Lindsey Graham has lied to the Supreme Court before.
http://writ.news.findlaw.com/dean/20060705.html
If you are the type of person that will lie to the Supreme Court, you are the type of person that will lie to anyone.
Why would anyone believe anything he says about anything, much less his secret conversations with Emmanuel?
Picking up on another link from the roundup, I’m curious what people who were Edwards supporters think of the article about him. It seemed fair to me, but I’m not sure I would feel that way if he’d been my guy. There’s an implication that his poverty work and focus on healthcare were, in part, window dressing. And this might be a little provocative: “Some Democrats still argue that he pushed Obama and Clinton to the left. But others say his outspoken progressive platform was flawed from the outset — it was better, they say, to frame a progressive agenda in the way Obama did, with broad themes of societal uplift, instead of an explicit appeal on behalf of the poor. These critics say the sincerity of all of Edwards’s rhetoric is in question now, potentially undermining future attempts by politicians to try to focus on poverty.”

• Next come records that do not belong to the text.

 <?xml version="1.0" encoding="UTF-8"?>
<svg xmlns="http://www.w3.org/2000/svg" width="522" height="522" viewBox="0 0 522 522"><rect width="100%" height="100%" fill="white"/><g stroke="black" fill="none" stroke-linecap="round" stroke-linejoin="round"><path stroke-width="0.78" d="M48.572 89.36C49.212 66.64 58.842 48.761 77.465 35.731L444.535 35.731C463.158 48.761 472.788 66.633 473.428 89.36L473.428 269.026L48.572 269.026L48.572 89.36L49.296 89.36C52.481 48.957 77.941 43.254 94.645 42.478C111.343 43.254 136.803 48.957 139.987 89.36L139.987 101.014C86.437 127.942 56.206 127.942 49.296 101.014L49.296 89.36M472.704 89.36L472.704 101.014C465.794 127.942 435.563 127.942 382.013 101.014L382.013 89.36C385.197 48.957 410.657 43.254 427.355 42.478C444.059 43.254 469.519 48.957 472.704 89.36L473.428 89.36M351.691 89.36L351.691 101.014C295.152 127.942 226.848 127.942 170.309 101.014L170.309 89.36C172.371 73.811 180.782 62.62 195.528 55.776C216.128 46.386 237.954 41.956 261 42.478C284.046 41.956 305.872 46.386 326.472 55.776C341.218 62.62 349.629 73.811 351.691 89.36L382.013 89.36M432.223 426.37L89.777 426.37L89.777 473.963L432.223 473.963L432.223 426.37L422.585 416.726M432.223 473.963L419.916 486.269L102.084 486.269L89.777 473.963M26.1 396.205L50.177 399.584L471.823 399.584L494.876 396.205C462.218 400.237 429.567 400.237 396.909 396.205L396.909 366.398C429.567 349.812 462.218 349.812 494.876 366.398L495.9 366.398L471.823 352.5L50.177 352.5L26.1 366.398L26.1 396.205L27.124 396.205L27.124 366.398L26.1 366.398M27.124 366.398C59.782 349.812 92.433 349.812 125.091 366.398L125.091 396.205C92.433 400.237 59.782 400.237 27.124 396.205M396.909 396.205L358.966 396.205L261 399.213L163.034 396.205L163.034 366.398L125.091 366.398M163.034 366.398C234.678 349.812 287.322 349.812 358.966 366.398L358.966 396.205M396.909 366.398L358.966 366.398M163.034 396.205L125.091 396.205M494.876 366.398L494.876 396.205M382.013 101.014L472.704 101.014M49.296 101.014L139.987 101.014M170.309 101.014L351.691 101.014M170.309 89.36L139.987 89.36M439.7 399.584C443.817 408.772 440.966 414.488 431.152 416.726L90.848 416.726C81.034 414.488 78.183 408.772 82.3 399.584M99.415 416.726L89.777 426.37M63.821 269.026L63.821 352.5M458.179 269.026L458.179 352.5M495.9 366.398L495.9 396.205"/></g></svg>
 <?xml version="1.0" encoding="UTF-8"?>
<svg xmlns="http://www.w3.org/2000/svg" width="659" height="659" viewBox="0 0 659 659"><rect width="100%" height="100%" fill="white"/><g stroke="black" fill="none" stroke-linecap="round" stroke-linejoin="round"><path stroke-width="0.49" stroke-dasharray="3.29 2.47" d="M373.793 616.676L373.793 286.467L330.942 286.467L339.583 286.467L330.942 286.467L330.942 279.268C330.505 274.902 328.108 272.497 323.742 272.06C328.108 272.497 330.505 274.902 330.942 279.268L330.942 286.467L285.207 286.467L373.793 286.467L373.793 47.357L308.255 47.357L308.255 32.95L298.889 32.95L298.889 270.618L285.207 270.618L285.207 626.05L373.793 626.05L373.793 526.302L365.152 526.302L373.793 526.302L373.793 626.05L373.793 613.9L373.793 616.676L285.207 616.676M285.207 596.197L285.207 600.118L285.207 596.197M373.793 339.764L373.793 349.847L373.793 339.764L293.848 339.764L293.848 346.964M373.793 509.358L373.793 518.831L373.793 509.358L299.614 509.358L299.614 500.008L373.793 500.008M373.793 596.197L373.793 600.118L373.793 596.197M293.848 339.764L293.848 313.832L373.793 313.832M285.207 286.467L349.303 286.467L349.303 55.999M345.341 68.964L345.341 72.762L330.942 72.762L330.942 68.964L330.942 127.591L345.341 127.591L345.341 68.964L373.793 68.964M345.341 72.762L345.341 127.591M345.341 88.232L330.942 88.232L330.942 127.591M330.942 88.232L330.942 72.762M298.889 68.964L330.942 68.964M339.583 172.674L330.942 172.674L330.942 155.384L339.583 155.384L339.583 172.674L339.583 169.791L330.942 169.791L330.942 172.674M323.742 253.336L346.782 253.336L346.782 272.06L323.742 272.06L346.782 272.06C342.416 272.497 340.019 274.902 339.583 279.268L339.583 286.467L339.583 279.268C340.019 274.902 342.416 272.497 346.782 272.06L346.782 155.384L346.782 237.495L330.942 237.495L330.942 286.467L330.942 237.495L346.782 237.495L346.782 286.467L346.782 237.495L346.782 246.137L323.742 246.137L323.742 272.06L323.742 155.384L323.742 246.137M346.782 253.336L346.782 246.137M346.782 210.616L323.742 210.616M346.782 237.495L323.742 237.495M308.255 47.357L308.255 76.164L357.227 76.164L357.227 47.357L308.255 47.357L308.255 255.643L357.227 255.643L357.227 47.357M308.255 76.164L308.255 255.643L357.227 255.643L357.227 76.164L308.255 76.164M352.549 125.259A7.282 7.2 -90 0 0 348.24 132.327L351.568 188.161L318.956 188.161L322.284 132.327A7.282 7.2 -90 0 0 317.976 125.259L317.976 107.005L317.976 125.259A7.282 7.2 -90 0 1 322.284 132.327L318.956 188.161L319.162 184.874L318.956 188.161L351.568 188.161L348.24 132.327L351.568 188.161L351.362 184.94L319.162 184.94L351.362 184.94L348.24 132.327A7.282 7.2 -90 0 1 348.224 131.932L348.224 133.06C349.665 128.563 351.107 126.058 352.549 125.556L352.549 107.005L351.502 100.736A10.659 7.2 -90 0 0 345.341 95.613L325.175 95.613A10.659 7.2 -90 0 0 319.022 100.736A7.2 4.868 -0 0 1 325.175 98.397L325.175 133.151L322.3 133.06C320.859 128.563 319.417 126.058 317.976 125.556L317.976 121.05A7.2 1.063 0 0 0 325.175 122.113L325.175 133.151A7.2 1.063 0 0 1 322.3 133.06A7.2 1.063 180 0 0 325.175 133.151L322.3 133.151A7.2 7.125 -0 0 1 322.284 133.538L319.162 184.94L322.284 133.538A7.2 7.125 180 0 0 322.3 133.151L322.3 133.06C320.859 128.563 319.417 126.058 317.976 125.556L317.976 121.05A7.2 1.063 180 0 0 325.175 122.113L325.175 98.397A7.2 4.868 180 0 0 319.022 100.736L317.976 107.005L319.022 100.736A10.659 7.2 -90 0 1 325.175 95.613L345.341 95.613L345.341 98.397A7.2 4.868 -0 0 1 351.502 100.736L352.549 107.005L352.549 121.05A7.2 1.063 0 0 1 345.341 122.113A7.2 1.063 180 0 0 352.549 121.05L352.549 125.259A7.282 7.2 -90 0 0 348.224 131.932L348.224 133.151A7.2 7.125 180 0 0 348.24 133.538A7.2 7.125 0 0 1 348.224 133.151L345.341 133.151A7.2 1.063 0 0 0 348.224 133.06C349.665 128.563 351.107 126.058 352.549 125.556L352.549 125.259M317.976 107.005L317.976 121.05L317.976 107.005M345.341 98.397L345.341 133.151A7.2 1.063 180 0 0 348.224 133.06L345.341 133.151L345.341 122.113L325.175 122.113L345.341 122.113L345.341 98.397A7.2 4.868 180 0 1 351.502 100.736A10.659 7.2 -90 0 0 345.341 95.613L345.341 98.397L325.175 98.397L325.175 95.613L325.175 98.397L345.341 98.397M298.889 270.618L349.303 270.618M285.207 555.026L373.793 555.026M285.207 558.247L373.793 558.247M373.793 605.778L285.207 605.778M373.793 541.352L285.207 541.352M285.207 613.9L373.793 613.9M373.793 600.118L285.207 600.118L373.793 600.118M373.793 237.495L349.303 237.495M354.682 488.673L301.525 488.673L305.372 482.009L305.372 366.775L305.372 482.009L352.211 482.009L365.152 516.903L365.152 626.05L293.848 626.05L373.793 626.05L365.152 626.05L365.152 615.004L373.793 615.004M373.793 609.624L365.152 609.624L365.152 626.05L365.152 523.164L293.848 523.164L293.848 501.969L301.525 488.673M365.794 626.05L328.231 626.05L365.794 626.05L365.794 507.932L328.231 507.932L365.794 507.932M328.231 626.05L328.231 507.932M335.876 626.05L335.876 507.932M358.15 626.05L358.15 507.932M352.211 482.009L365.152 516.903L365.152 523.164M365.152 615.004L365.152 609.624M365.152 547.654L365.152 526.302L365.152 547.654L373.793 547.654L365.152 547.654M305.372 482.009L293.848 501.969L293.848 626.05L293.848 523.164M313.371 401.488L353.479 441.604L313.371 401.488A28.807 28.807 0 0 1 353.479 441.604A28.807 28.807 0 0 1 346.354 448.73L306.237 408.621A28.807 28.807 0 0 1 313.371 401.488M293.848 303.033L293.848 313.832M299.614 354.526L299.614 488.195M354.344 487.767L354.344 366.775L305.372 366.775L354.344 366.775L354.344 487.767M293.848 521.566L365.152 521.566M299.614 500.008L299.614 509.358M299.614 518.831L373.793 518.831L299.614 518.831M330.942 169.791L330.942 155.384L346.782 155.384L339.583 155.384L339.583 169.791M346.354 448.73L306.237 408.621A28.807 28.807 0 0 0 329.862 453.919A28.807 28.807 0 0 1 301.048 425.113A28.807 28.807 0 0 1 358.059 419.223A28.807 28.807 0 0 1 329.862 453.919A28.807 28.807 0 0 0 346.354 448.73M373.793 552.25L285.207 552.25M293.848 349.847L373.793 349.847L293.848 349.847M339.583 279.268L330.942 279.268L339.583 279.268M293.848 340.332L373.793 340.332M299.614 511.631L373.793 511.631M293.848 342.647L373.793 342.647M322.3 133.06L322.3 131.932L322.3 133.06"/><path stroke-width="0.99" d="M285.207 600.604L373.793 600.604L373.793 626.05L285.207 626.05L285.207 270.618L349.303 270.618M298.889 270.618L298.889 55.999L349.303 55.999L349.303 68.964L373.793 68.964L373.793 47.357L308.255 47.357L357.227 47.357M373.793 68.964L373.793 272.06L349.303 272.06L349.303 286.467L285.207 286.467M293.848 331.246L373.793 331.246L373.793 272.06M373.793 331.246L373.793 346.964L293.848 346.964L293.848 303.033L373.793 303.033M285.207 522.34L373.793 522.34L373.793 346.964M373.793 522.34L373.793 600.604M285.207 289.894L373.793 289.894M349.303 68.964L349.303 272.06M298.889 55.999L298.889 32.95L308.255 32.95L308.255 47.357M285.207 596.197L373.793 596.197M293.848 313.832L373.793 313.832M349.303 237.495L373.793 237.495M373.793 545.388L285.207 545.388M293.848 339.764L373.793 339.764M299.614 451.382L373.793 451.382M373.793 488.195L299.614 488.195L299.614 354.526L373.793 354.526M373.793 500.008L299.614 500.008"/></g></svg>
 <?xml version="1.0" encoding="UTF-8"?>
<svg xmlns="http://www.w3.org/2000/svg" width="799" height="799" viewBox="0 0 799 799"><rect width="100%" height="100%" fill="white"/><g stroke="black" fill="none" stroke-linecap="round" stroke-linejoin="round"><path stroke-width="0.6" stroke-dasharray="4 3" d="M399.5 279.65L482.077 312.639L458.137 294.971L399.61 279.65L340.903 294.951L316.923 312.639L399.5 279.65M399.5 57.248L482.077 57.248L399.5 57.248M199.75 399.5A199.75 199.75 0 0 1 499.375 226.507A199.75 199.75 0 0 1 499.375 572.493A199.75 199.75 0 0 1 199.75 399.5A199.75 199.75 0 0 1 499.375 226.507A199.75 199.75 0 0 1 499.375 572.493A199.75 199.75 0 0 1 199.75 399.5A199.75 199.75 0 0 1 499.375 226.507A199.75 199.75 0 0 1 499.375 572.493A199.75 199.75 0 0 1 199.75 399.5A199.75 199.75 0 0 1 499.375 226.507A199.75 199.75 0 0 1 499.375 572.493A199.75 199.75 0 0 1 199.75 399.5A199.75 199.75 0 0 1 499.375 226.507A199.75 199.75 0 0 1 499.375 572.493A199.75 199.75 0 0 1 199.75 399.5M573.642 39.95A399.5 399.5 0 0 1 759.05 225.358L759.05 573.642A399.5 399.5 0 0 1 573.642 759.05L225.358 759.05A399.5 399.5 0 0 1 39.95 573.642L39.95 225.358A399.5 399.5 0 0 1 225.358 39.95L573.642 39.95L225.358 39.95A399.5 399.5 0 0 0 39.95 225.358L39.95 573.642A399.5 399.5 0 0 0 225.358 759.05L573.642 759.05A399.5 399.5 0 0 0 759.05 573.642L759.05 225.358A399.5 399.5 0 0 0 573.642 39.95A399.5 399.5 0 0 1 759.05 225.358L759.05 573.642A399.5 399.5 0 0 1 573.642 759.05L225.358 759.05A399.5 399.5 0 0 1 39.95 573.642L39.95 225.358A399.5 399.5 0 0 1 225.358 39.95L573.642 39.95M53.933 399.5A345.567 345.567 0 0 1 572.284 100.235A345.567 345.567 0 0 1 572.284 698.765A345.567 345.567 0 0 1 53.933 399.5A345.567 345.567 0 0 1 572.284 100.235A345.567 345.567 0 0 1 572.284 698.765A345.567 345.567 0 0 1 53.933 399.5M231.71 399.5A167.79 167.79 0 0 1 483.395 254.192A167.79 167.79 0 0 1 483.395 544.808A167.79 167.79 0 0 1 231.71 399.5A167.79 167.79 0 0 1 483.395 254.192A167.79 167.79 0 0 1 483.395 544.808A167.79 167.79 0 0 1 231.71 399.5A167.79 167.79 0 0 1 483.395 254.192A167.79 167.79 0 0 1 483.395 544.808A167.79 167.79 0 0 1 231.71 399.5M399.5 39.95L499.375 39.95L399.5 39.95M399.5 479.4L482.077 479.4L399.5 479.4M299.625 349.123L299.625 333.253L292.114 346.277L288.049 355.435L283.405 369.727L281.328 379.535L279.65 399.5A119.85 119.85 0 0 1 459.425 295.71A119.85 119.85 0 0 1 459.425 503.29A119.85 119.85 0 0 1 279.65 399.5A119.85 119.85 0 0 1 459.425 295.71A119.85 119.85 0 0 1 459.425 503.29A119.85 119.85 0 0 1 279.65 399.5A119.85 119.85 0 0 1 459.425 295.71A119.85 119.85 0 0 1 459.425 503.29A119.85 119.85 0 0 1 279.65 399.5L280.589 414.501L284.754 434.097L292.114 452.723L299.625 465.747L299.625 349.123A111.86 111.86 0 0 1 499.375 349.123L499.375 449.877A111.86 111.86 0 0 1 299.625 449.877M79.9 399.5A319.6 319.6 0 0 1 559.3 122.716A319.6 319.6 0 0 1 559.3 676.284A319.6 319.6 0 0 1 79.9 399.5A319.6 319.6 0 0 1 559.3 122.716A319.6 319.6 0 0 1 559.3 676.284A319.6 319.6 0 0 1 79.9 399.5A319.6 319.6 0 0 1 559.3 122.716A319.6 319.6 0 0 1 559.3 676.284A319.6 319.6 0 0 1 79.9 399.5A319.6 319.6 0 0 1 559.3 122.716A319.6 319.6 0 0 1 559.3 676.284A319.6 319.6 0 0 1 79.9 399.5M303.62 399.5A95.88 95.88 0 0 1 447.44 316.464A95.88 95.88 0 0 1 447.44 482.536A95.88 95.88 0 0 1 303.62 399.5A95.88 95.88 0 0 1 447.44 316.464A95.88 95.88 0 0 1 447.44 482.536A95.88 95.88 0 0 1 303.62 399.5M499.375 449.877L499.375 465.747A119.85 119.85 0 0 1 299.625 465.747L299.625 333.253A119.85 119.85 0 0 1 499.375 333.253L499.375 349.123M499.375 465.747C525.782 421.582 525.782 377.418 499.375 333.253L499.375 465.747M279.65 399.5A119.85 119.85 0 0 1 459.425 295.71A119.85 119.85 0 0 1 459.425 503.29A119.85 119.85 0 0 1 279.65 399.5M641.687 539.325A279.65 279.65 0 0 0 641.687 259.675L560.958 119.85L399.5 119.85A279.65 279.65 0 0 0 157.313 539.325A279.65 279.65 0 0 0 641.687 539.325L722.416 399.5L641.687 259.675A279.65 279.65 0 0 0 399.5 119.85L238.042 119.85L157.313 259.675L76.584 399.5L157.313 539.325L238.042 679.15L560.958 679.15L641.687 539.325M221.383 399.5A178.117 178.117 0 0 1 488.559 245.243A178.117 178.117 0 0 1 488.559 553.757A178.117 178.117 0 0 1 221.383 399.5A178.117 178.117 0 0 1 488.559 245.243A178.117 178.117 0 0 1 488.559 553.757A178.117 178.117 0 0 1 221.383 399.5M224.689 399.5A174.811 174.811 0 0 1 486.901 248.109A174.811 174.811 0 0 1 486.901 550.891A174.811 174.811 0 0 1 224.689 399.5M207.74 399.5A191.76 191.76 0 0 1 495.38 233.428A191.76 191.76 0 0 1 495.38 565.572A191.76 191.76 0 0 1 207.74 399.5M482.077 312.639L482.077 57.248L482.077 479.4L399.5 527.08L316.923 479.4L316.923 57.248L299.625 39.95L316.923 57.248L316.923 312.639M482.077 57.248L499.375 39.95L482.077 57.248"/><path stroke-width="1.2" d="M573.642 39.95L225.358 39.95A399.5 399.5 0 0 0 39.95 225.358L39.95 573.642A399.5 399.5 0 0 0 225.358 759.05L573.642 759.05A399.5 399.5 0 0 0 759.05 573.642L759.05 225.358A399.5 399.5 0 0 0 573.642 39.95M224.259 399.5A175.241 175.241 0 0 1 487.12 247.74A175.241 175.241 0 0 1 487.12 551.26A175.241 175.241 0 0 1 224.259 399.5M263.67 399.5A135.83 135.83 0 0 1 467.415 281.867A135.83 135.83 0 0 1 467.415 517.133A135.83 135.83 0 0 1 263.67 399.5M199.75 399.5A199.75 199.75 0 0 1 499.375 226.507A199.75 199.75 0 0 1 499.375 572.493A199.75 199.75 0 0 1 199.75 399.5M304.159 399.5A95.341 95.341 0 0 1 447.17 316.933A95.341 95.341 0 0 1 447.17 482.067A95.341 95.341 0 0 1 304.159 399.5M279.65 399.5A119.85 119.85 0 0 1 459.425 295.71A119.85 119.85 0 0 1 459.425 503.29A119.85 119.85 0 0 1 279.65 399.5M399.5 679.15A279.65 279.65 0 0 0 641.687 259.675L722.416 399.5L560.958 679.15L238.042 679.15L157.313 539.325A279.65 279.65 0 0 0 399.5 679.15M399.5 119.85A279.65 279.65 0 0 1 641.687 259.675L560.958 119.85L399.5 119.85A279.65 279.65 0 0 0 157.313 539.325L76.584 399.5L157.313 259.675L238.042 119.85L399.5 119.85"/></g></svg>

I recall seeing on TV and reading about psychological studies where people who had absolute control over other people were likely to become abusive if supervision and oversight were inadequate. In addition to providing proper training, it would seem that CCTV and other devices should be employed as a means to immediately detect and correct the behavior of those who violate the rules. Or as evidence to punish violaters. Now I suppose someone will object because to do so would violate prisoner privacy rights.